Maximizing Elasticsearch's performance and cost efficiency

Maximizing Elasticsearch's performance and cost efficiency

Maximizing Elasticsearch's performance and cost efficiency

Maximizing Elasticsearch's performance and cost efficiency

Maximizing Elasticsearch's performance and cost efficiency

Maximizing Elasticsearch's performance and cost efficiency

by Antoni Olendzki

Elasticsearch is a powerful text data search and analytics platform, but managing performance and costs becomes critical as your data grows. Here’s how to get the most out of your Elasticsearch deployment.
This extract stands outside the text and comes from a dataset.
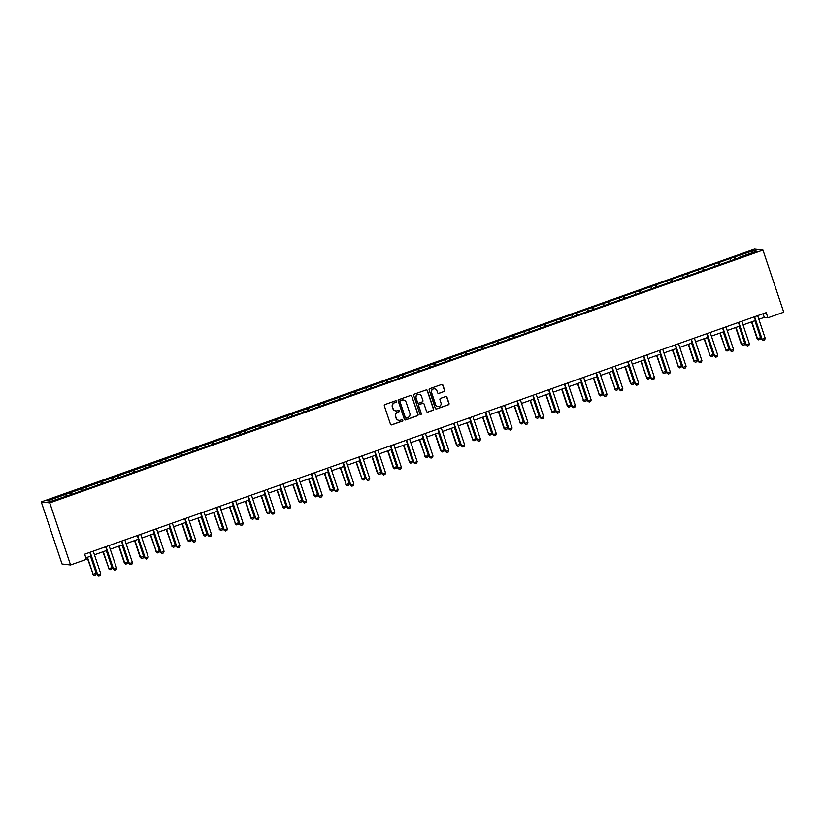 <?xml version="1.0" encoding="UTF-8"?>
<svg xmlns="http://www.w3.org/2000/svg" width="825" height="825" viewBox="0 0 825 825"><rect width="100%" height="100%" fill="white"/><g stroke="black" fill="none" stroke-linecap="round" stroke-linejoin="round"><path stroke-width="1.24" d="M396.505 401.259A0.753 0.732 96.5 0 0 395.567 400.795L384.997 404.539A1.073 1.052 96.5 0 0 384.337 405.91L390.462 424.194A1.073 1.052 96.5 0 0 391.793 424.865L402.373 421.111A0.753 0.732 96.5 0 0 402.218 419.657A0.753 0.732 96.5 0 0 401.888 419.688L400.527 420.173A3.444 3.362 96.5 0 1 396.248 418.048L395.742 416.532A3.444 3.362 96.5 0 1 397.836 412.149L399.207 411.665A0.753 0.732 96.5 0 0 399.052 410.2A0.753 0.732 96.5 0 0 398.733 410.242L397.361 410.726A3.444 3.362 96.5 0 1 393.092 408.602L392.576 407.076A3.444 3.362 96.5 0 1 394.68 402.703L396.041 402.218A0.753 0.732 96.5 0 0 396.505 401.259M395.773 410.881A3.444 3.362 96.5 0 1 392.865 408.581L392.349 407.055A3.444 3.362 96.5 0 1 394.443 402.672L395.814 402.188A0.753 0.732 96.5 0 0 395.773 400.754M391.215 424.896A1.073 1.052 96.5 0 0 391.566 424.834L402.136 421.09A0.753 0.732 96.5 0 0 402.105 419.647M398.929 420.327A3.444 3.362 96.5 0 1 396.021 418.028L395.515 416.501A3.444 3.362 96.5 0 1 397.609 412.118L398.98 411.634A0.753 0.732 96.5 0 0 398.939 410.2M443.984 391.648A1.073 1.052 96.5 0 0 444.634 390.277L442.922 385.141A1.073 1.052 96.5 0 0 441.581 384.481L429.835 388.647A1.073 1.052 96.5 0 0 429.186 390.019L435.301 408.303A1.073 1.052 96.5 0 0 436.631 408.963L448.377 404.807A1.073 1.052 96.5 0 0 449.037 403.435L446.964 397.238A1.073 1.052 96.5 0 0 445.624 396.577L440.602 398.351A1.073 1.052 96.5 0 0 439.942 399.723L440.973 402.796A2.877 2.815 96.5 0 1 437.982 406.601A2.877 2.815 96.5 0 1 435.652 404.683L431.619 392.648A2.877 2.815 96.5 0 1 434.61 388.843A2.877 2.815 96.5 0 1 436.941 390.761L437.621 392.762A1.073 1.052 96.5 0 0 438.952 393.432L443.747 391.617A1.073 1.052 96.5 0 0 444.407 390.246L442.685 385.12A1.073 1.052 96.5 0 0 441.932 384.419M49.768 502.889L70.548 564.991L86.367 559.381L84.635 554.214L766.198 312.623L767.931 317.8L783.75 312.19L762.97 250.088L49.768 502.889L41.25 501.92L754.452 249.119L762.97 250.088M411.964 396.124A1.073 1.052 96.5 0 0 410.623 395.453L398.877 399.62A1.073 1.052 96.5 0 0 398.228 400.991L404.343 419.275A1.073 1.052 96.5 0 0 405.683 419.935L417.429 415.779A1.073 1.052 96.5 0 0 418.079 414.408L411.727 396.093A1.073 1.052 96.5 0 0 410.974 395.392M414.356 394.133L426.102 389.967A1.073 1.052 96.5 0 1 427.443 390.627L433.558 408.922A1.073 1.052 96.5 0 1 432.898 410.293L427.876 412.067A1.073 1.052 96.5 0 1 426.546 411.407L424.06 403.992A1.073 1.052 96.5 0 0 422.72 403.332L419.389 404.508A1.073 1.052 96.5 0 0 418.739 405.879L421.317 413.603A0.753 0.732 96.5 0 1 420.533 414.593A0.753 0.732 96.5 0 1 419.925 414.098L413.707 395.505A1.073 1.052 96.5 0 1 414.356 394.133M738.715 257.905L69.95 494.948L51.233 501.229L47.592 500.816L734.271 257.06L752.988 250.779L756.628 251.192L738.674 257.555M730.744 260.37L729.97 258.937M720.163 264.485L719.225 262.752M714.924 265.98L714.151 264.547M704.344 270.084L703.405 268.362M699.105 271.58L698.332 270.157M688.524 275.694L687.586 273.962M683.286 277.19L682.512 275.767M672.705 281.304L671.767 279.572M667.466 282.8L666.693 281.366M656.886 286.914L655.947 285.182M651.647 288.41L650.873 286.976M641.066 292.514L640.128 290.792M635.827 294.009L635.054 292.586M625.247 298.124L624.298 296.392M620.008 299.619L619.235 298.196M609.428 303.734L608.479 302.002M604.189 305.229L603.415 303.796M593.608 309.344L592.659 307.612M588.369 310.839L587.596 309.406M577.789 314.944L576.84 313.222M572.55 316.439L571.777 315.016M561.969 320.554L561.021 318.821M556.731 322.049L555.957 320.626M546.14 326.164L545.201 324.431M540.911 327.659L540.138 326.226M530.32 331.774L529.382 330.041M525.092 333.269L524.318 331.836M514.501 337.373L513.562 335.651M509.272 338.869L508.499 337.446M498.682 342.983L497.743 341.251M493.453 344.479L492.68 343.056M482.862 348.593L481.924 346.861M477.634 350.089L476.86 348.655M467.043 354.203L466.104 352.471M461.814 355.699L461.031 354.265M451.223 359.803L450.285 358.081M445.995 361.298L445.211 359.875M435.404 365.413L434.466 363.681M430.176 366.908L429.392 365.485M419.585 371.023L418.646 369.291M414.356 372.518L413.573 371.085M403.765 376.633L402.827 374.901M398.537 378.128L397.753 376.695M387.946 382.233L387.007 380.511M382.718 383.728L381.934 382.305M372.127 387.843L371.188 386.11M366.898 389.338L366.114 387.915M356.307 393.453L355.369 391.72M351.068 394.948L350.295 393.515M340.488 399.063L339.549 397.33M335.249 400.558L334.476 399.125M324.668 404.662L323.73 402.94M319.43 406.158L318.656 404.735M308.849 410.272L307.911 408.54M303.61 411.768L302.837 410.345M293.03 415.882L292.091 414.15M287.791 417.378L287.017 415.944M277.21 421.493L276.272 419.76M271.972 422.988L271.198 421.554M261.391 427.092L260.452 425.37M256.152 428.588L255.379 427.164M245.572 432.702L244.633 430.97M240.333 434.198L239.559 432.774M229.752 438.312L228.814 436.58M224.513 439.808L223.74 438.374M213.933 443.922L212.994 442.19M208.694 445.418L207.921 443.984M198.113 449.522L197.175 447.8M192.875 451.017L192.101 449.594M182.294 455.132L181.356 453.399M177.055 456.627L176.282 455.204M166.475 460.742L165.536 459.009M161.236 462.237L160.463 460.804M150.655 466.352L149.717 464.619M145.417 467.847L144.643 466.414M134.836 471.952L133.887 470.229M129.597 473.447L128.824 472.024M119.017 477.562L118.068 475.829M113.778 479.057L113.004 477.634M103.197 483.172L102.248 481.439M97.958 484.667L97.185 483.233M87.378 488.782L86.429 487.049M82.139 490.267L81.366 488.843M71.558 494.381L70.61 492.649M66.32 495.877L65.546 494.453M70.548 564.991L62.03 564.022L41.25 501.92M758.866 319.306L764.28 317.388L767.931 317.8M85.852 557.855L91.039 556.019M94.442 554.812L106.858 550.409M110.261 549.213L122.677 544.809M126.081 543.603L138.497 539.199M141.9 537.993L154.316 533.589M157.719 532.383L170.136 527.979M173.539 526.783L185.955 522.38M189.358 521.173L201.774 516.77M205.178 515.563L217.594 511.16M220.997 509.953L233.423 505.55M236.816 504.353L249.243 499.95M252.636 498.743L265.062 494.34M268.455 493.133L280.882 488.73M284.274 487.523L296.701 483.12M300.094 481.924L312.52 477.52M315.913 476.314L328.34 471.91M331.733 470.704L344.159 466.3M347.552 465.094L359.978 460.69M363.371 459.494L375.798 455.091M379.191 453.884L391.617 449.481M395.01 448.274L407.437 443.871M410.829 442.664L423.256 438.261M426.649 437.064L439.075 432.661M442.468 431.454L454.895 427.051M458.298 425.844L470.714 421.441M474.117 420.234L486.533 415.831M489.937 414.635L502.353 410.231M505.756 409.025L518.172 404.621M521.575 403.415L533.992 399.011M537.395 397.805L549.811 393.401M553.214 392.205L565.63 387.802M569.033 386.595L581.45 382.192M584.853 380.985L597.269 376.582M600.672 375.375L613.088 370.982M616.492 369.775L628.908 365.372M632.311 364.165L644.727 359.762M648.13 358.555L660.547 354.152M663.95 352.945L676.366 348.552M679.769 347.346L692.185 342.942M695.588 341.736L708.015 337.332M711.408 336.126L723.834 331.722M727.227 330.516L739.654 326.123M743.047 324.916L755.473 320.512M763.063 313.737L764.28 317.388M735.982 258.875L735.044 257.142M752.988 250.779L752.4 252.697M70.568 494.732L69.847 492.566M86.388 489.122L85.666 486.956M102.207 483.522L101.485 481.346M118.027 477.912L117.305 475.747M133.846 472.302L133.124 470.137M149.665 466.692L148.943 464.527M165.485 461.093L164.763 458.927M181.304 455.483L180.582 453.317M197.123 449.873L196.402 447.707M212.943 444.262L212.221 442.097M228.762 438.663L228.04 436.497M244.582 433.053L243.86 430.887M260.401 427.443L259.679 425.277M276.22 421.833L275.498 419.667M292.04 416.233L291.318 414.067M307.859 410.623L307.137 408.457M323.678 405.013L322.957 402.847M339.498 399.413L338.776 397.238M355.327 393.803L354.595 391.638M371.147 388.193L370.415 386.028M386.966 382.583L386.234 380.418M402.786 376.984L402.053 374.808M418.605 371.374L417.873 369.208M434.424 365.764L433.692 363.598M450.244 360.154L449.512 357.988M466.063 354.554L465.331 352.378M481.882 348.944L481.15 346.778M497.702 343.334L496.97 341.168M513.521 337.724L512.799 335.558M529.341 332.124L528.619 329.948M545.16 326.514L544.438 324.349M560.979 320.904L560.257 318.739M576.799 315.294L576.077 313.129M592.618 309.695L591.896 307.519M608.438 304.085L607.716 301.919M624.257 298.475L623.535 296.309M640.076 292.865L639.354 290.699M655.896 287.265L655.174 285.089M671.715 281.655L670.993 279.489M687.534 276.045L686.812 273.879M703.354 270.435L702.632 268.269M719.173 264.835L718.451 262.659M734.993 259.225L734.271 257.06M405.106 419.977A1.073 1.052 96.5 0 0 405.446 419.915L417.192 415.748A1.073 1.052 96.5 0 0 417.852 414.377L411.727 396.093M400.455 400.651A0.753 0.732 96.5 0 0 399.991 401.61L405.364 417.667A0.753 0.732 96.5 0 0 406.302 418.131L407.746 417.615A3.444 3.362 96.5 0 0 409.839 413.232L406.168 402.26A3.444 3.362 96.5 0 0 401.899 400.146L400.218 400.63A0.753 0.732 96.5 0 0 399.764 401.589L399.991 401.61M405.859 418.141A0.753 0.732 96.5 0 1 405.137 417.636L399.764 401.589M403.26 399.96A3.444 3.362 96.5 0 0 401.662 400.115L401.899 400.146M400.218 400.63L401.662 400.115M427.298 412.108A1.073 1.052 96.5 0 0 427.649 412.046L432.671 410.262A1.073 1.052 96.5 0 0 433.331 408.891L427.206 390.607A1.073 1.052 96.5 0 0 426.453 389.905M423.07 403.27A1.073 1.052 96.5 0 0 422.493 403.301L419.162 404.487A1.073 1.052 96.5 0 0 418.502 405.848L421.317 413.603M420.42 414.573A0.753 0.732 96.5 0 0 421.09 413.573M421.482 396.299A2.877 2.815 96.5 0 0 419.152 394.381A2.877 2.815 96.5 0 0 416.161 398.186L417.574 402.425A1.073 1.052 96.5 0 0 418.914 403.085L422.245 401.909A1.073 1.052 96.5 0 0 422.905 400.537L421.482 396.299M419.028 394.371A2.877 2.815 96.5 0 0 415.924 398.155L416.161 398.186M418.337 403.116A1.073 1.052 96.5 0 1 417.347 402.394L415.924 398.155M438.374 393.463A1.073 1.052 96.5 0 0 438.725 393.401L443.747 391.617M434.497 388.833A2.877 2.815 96.5 0 0 431.392 392.618L431.619 392.648M437.869 406.581A2.877 2.815 96.5 0 1 435.414 404.662L431.392 392.618M436.064 409.004A1.073 1.052 96.5 0 0 436.404 408.942L448.15 404.776A1.073 1.052 96.5 0 0 448.81 403.404L446.738 397.207A1.073 1.052 96.5 0 0 445.974 396.516M87.079 557.422L93.132 574.303L96.174 573.22L90.482 556.215M96.174 573.22L95.69 574.819L94.163 575.355L92.709 574.252M87.44 557.298L93.132 574.303L94.163 575.355M93.215 551.172L100.774 573.746L100.289 575.345L98.773 575.881L97.319 574.778L89.822 552.368M100.774 573.746L97.732 574.819L90.172 552.245M98.773 575.881L97.319 574.778M102.898 551.812L108.952 568.693L111.994 567.61L106.301 550.615M111.994 567.61L111.509 569.209L109.983 569.745L108.539 568.642M103.259 551.688L108.952 568.693L109.983 569.745M118.728 546.212L124.358 563.042L127.813 562.011L122.121 545.005M127.813 562.011L127.328 563.599L125.802 564.145L124.358 563.042M119.078 546.078L124.771 563.083L125.802 564.145M109.034 545.562L116.593 568.136L116.108 569.735L114.593 570.271L113.138 569.167L105.641 546.769M116.593 568.136L113.551 569.219L105.992 546.635M114.593 570.271L113.138 569.167M124.853 539.952L132.412 562.526L131.928 564.125L130.412 564.661L128.958 563.558L121.461 541.159M132.412 562.526L129.37 563.609L121.811 541.035M130.412 564.661L128.958 563.558M134.547 540.602L140.178 557.432L143.632 556.401L137.94 539.395M143.632 556.401L143.148 557.999L141.622 558.535L140.178 557.432M134.898 540.478L140.59 557.473L141.622 558.535M140.683 534.342L148.232 556.927L147.747 558.515L146.231 559.061L144.777 557.958L137.28 535.549M148.232 556.927L145.19 557.999L137.641 535.425M146.231 559.061L144.777 557.958M150.367 534.992L156.41 551.873L159.452 550.791L153.759 533.785M159.452 550.791L158.967 552.389L157.441 552.925L155.997 551.822M150.717 534.868L156.41 551.873L157.441 552.925M156.502 528.743L164.051 551.317L163.567 552.915L162.051 553.451L160.597 552.348L153.099 529.939M164.051 551.317L161.009 552.389L153.46 529.815M162.051 553.451L160.597 552.348M166.186 529.382L172.229 546.263L175.271 545.181L169.579 528.186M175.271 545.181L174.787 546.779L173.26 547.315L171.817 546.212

1. Optimized indexing strategy

Use _bulk API when indexing your data 

Using the _bulk API when indexing your data is crucial for ensuring the best write performance. The _bulk API allows you to send multiple indexing or update operations in a single request, significantly reducing the overhead associated with otherwise used individual writes (one document per API call). This approach minimizes the network and Elasticsearch cluster load, leading to faster data ingestion and lower latency.

Use appropriate shard sizes

  • Why shard size matters: shards are the basic unit of storage and indexing in Elasticsearch. They allow you to distribute data and search load across multiple nodes in a cluster. However, improper shard sizing can lead to significant performance bottlenecks.

  • Optimal shard size: aim for shard sizes between 20 and 40 GB. Many small shards can lead to excessive overhead in cluster management, which can overwhelm the cluster state management and lead to performance degradation. Conversely, huge shards can cause slow search and indexing performance, increasing the I/O operations required for read and write tasks.

  • Monitoring and adjustment: regularly monitor shard states  (even the simplest Elasticsearch _cat/shards API  will provide you with enough information) to keep track of shard distributions and sizes. If shards are too small or too large, you can always use the _shrink or _split API to resize them. The _shrink API can consolidate small shards into fewer, larger ones, while the _split API can break down large shards into smaller, more manageable sizes. However (and it’s a big gotcha however), these operations do not modify the existing index - they just reindex all the data into a completely new Elasticsearch index - so it might not be applicable as effectively as it may put downtime on your services.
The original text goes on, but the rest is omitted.